Describing himself as a mild mannered professor on the surface, a seething gangster underneath, Morrell’s journey to Mount Olympus was mind-boggling. As a child he had to sleep under his bed, his pillow over him to protect him from his step-father’s violence. Heart wrenching. To still be standing after such a childhood takes larger-than-life heroism.

And then there was Ken Follet. He wrote his first novel because his car broke down and he couldn’t afford to fix it. He needed 200 pounds, and his friend had just earned 200 pounds from writing a thriller. Full of generous, practical advice (If you have to tell your reader something that takes away from the drama and action keep it to a paragraph. If the story requires a conference between several characters, to keep your reader on board, you must make sure each character present has already been introduced in their own chapter.) And self depreciating, I had to constantly refer to the line of books arranged on the stage to remind myself that this quiet man was one of a handful. He attributed most of his success to luck, timing and necessity, although another glance at his works and I added hard work, persistence and genius.

When encapsulating these authors one phase came back time and again: larger-than-life heroism. Hearing these authors’ stories convinced me they’re able to create such larger-than-life heroes because they are themselves larger-than-life heroes. They pick themselves up from adversity, and through some mysterious combination of tenacity, hard work, generosity, persistence, sugar-lipped charm, necessity, luck, timing and genius they go on succeeding on a scale ordinary people can only dream of. It’s because of what they are that their leading men and women never give failure a second thought.

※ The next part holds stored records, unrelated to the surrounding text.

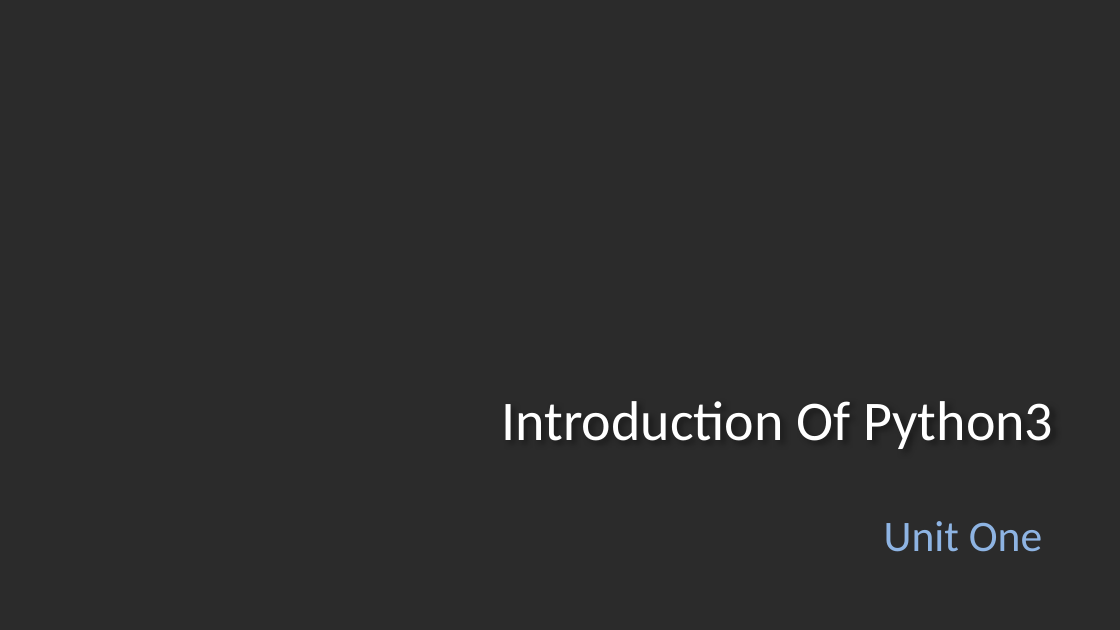
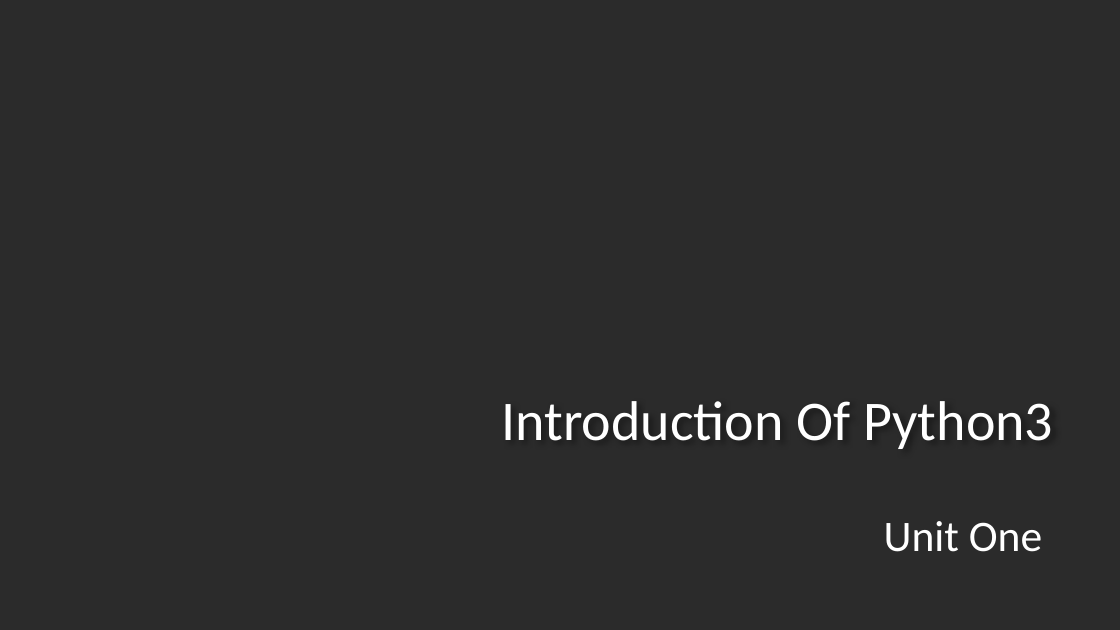
Before and after one commit to zakariahujale/python, a slide deck: slide 1 of unit1part1.pptx. Drawn at 1120x630 pixels with LibreOffice and Linux fonts; fonts in the diff are those of the drawing; background and template pictures are left out; a plain dark background stands for a picture behind light text. Boxes give left, top, right and bottom in pixels: in the first picture for what was removed or moved away, otherwise in the second. Text is boxed around its words. In the diff, an @@ line names an element or a change of style, - is before the commit and + after.

```diff
--- a/unit1part1.pptx
+++ b/unit1part1.pptx
@@ subtitle "Unit One" at bbox=[884, 521, 1042, 552]: text colour #8EB4E3 to #FFFFFF @@
```
Also in this commit, not shown: 4 other slides changed, 27 slides added, 4 slides removed, 24 other files.

And so, dizzy from breathing the rarefied air on Mount Olympus, I headed home with a deeper understanding of what separated them up there from us down here, and hoped beyond hope that proximity to these Gods meant some, even if just a little bit of magic would rub off on me.

Jillian Abbott is a former Vice President of MWA/ New York chapter. She is the 2010 Hammett Award Reading Committee Chair and a Thriller Awards judge. She is working on an historical novel set in the 1850s gold rush in Bendigo, Australia.